Non pas qu'aucun politicien ne souhaite apporter de nouvelles idées et insuffler une nouvelle direction qui tranche avec le leadership des dernières décennies. Au contraire! Toute une génération d'élus dynamiques misant sur une nouvelle approche a pris place suite aux élections précédentes en 2021. Mais un peu partout, ceux-ci ont fait face à l'immobilisme, devenu une véritable religion d'état au sein  des différentes instances de gouvernance.

Déformation professionnelle oblige, je suis avec intérêt l'actualité des régions du Québec où j'ai habité au fil des ans.
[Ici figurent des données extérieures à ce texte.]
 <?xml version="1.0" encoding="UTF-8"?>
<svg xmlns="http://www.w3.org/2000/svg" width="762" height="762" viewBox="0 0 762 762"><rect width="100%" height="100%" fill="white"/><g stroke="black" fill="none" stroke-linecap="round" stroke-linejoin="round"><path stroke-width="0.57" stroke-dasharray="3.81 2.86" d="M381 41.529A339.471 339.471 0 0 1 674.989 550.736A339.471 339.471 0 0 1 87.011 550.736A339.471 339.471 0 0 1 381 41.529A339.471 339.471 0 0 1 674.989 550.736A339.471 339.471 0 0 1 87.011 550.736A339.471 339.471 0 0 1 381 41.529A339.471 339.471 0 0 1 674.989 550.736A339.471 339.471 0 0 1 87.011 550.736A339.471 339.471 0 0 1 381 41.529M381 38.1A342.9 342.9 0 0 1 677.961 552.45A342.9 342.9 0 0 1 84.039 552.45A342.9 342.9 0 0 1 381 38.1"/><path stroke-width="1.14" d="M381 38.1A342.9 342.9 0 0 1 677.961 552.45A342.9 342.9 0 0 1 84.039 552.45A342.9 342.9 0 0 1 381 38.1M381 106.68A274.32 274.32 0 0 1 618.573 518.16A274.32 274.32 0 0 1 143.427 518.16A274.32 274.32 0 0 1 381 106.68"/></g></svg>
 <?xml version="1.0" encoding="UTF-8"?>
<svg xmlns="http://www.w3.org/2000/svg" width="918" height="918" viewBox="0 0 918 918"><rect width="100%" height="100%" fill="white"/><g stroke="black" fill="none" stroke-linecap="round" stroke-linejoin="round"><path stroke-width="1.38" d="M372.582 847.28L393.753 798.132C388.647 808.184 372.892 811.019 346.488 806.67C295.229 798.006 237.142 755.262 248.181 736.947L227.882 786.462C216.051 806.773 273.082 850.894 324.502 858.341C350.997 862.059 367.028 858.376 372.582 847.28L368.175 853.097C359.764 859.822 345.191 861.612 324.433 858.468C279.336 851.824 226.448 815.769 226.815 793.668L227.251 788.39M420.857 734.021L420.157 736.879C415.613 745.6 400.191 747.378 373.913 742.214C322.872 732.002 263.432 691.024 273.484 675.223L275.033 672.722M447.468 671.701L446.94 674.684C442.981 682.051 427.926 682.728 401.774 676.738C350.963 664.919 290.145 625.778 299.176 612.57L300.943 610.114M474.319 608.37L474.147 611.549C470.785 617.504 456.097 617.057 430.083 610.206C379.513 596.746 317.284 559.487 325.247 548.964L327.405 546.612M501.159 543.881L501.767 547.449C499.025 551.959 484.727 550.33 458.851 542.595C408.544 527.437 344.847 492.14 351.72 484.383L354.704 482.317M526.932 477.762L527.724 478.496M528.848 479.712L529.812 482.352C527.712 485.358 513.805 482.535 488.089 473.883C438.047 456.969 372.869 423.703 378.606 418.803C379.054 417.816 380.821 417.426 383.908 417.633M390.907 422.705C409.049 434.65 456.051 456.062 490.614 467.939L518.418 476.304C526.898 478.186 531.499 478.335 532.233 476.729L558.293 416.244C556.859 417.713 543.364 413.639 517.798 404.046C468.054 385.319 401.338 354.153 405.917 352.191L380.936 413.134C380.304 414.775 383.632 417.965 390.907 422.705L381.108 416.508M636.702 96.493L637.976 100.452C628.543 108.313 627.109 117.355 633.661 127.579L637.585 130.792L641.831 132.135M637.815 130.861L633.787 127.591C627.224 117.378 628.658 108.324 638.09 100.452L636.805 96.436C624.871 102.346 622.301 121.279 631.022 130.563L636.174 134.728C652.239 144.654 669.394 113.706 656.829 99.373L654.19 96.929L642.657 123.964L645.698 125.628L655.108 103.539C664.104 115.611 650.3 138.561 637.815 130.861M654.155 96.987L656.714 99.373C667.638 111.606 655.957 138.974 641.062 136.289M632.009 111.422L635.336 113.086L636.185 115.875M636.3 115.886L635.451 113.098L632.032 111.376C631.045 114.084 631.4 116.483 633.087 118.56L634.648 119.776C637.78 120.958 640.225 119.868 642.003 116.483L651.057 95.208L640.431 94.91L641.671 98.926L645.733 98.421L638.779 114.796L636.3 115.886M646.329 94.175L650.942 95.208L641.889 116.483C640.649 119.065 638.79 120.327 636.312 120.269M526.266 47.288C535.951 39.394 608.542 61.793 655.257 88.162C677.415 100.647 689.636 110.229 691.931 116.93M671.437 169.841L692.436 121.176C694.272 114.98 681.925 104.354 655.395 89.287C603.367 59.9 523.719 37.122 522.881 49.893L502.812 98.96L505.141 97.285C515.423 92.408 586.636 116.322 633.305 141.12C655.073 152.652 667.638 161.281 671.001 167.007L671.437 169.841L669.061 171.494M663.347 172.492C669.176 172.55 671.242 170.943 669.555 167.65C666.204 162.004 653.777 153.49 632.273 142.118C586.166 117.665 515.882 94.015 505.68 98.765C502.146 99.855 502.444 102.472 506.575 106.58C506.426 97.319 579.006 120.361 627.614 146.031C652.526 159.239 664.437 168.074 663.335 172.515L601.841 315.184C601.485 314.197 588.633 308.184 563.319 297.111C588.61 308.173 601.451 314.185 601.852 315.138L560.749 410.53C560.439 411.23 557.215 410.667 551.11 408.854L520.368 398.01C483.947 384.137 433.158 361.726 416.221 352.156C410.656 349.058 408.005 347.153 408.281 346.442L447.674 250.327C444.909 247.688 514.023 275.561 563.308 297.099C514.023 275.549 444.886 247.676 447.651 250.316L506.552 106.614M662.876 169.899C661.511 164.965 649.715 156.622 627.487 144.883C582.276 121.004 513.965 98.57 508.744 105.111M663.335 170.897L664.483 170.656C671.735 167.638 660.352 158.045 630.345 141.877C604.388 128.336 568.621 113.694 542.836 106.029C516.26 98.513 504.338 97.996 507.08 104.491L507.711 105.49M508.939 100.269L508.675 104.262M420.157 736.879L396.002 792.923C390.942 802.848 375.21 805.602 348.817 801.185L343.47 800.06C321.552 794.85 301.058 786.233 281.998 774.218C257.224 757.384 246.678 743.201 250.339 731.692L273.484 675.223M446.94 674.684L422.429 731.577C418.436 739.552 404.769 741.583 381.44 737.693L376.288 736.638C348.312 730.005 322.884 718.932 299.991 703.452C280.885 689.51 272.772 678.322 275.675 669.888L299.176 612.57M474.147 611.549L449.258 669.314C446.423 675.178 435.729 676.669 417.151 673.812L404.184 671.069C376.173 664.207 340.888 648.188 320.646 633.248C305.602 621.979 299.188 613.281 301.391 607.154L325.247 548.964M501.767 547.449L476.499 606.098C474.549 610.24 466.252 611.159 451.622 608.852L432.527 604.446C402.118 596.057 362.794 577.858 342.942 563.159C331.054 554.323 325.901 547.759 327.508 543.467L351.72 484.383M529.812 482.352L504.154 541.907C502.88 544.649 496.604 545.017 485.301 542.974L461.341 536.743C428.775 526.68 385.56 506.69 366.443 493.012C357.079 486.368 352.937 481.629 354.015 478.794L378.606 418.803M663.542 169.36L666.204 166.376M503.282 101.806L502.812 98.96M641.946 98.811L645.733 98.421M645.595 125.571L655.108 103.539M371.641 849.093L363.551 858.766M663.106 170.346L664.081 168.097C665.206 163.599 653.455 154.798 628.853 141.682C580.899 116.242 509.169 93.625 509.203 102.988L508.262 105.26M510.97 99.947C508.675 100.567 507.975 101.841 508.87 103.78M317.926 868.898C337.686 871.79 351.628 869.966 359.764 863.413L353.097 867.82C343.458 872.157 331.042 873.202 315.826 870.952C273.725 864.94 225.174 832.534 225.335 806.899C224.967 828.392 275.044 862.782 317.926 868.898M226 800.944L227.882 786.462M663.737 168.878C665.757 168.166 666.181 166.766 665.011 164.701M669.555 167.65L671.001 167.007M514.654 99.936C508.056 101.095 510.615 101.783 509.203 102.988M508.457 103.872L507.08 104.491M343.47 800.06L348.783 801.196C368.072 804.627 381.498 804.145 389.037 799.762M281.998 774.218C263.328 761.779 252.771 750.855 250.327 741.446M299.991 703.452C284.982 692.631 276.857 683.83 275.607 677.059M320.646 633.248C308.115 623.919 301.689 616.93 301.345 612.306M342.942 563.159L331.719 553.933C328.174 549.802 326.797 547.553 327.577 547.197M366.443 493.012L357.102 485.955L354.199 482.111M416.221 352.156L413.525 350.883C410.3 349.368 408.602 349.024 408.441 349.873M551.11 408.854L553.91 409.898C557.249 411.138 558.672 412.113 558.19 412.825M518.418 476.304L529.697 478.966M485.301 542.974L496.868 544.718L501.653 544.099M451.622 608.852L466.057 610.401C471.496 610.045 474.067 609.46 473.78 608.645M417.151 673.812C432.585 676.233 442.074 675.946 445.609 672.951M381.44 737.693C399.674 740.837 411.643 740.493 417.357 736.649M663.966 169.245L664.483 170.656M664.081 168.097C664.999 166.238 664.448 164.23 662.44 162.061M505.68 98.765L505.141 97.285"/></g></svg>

Que ce soit dans les Cantons-de-l'Est, en Estrie, Montérégie, au Saguenay ou sur le Côte-Nord, c'est partout les mêmes dynamiques qui prennent vie. Des élus, qui sont arrivés avec une bonne lecture des enjeux avec le souhait d'emmener une nouvelle façon de faire, ont vécu des mandats extrêmement difficiles.

Souvent, la-dite nouvelle façon de faire a mangé une solide mise en échec, soit par le reste du conseil municipal, soit par les fonctionnaires ou même par les électeurs en général qui, bien sûr, veulent du changement, mais pas dans leur cour.

Le changement est un beau slogan de campagne électoral, mais la réalité est qu'il y a mille façons de freiner celui qui veut avancer.

Si ce n'est pas le reste du conseil municipal qui parasite les processus décisionnels, peut-être sera-ce les hauts fonctionnaires qui feront tout pour éviter de changer leur routine et mettre en péril leur situation confortable. Et même si tout va bien et que vous arrivez au lancement de l'appel d'offre de votre projet, surprise surprise, ce qui devrait coûter 300 000$ coûte aujourd'hui un million. Une jungle de normes, règles et complexités multiples vous sépare des contracteurs qui pourraient construire les infrastructures de votre communauté pour un prix normal.

Peut-être que votre priorité est simplement de soutenir un projet entièrement privé? Un développement immobilier par exemple. Crise du logement, les jeunes paient des fortunes pour des taudis. Une bonne idée? Mais non, une poignée de voisins arrivés juste avant la Covid mène une campagne de peur qui vous oblige à reculer.

Tout ne va pas mal partout tout le temps, mais presque chaque ville et municipalité vivent l'un de ces enjeux depuis le dernier mandat.

Tout cela n'est pas complètement nouveau. La politique a toujours été l'art de la négociation. Ce qui change, c'est la disparition du pouvoir personnel et du champ d'action des élus. 

À une époque aujourd'hui révolue, maires et mairesses réussissaient à avoir assez de pouvoir personnel pour mener à bien leurs objectifs personnels. Un pouvoir qui s'écartait parfois du droit chemin et qui a mené à de multiples abus, mais aussi aux plus importantes réalisations de l'histoire récente du Québec.

Le Québec est devenu puritain depuis la conclusion de la commission Charbonneau, ce qui n'est pas une mauvaise chose en soi, mais il faut réfléchir à une nouvelle façon de faire qui permettra aux maires et mairesses de réaliser des projets d'envergure et de s'attaquer aux enjeux de leur communauté.

Il faudra se pencher sur tout le cadre législatif et réglementaire qui s'est empilé comme un barrage de castor et qui est devenu, dans certains contextes, autant d'armes pour s'attaquer à tout ceux qui veulent sortir des sentiers battus.

Pour le prochain mandat de tous ceux qui seront élus et réélus le 2 novembre prochain, la priorité devrait être de trouver de nouvelles façons de travailler, quitte à mettre en lumière les limites du cadre actuel et de presser le gouvernement provincial à rouvrir des lois.

Déjà le provincial n'hésite pas à pelleter aux villes et municipalités des responsabilités dont il s'occupait auparavant.

Le rôle des gouvernements locaux ne fera que s'amplifier dans les années à venir, mais la situation actuelle en matière de leadership interne est intenable sur le long-terme et tous au sein des conseils municipaux doivent en être conscients.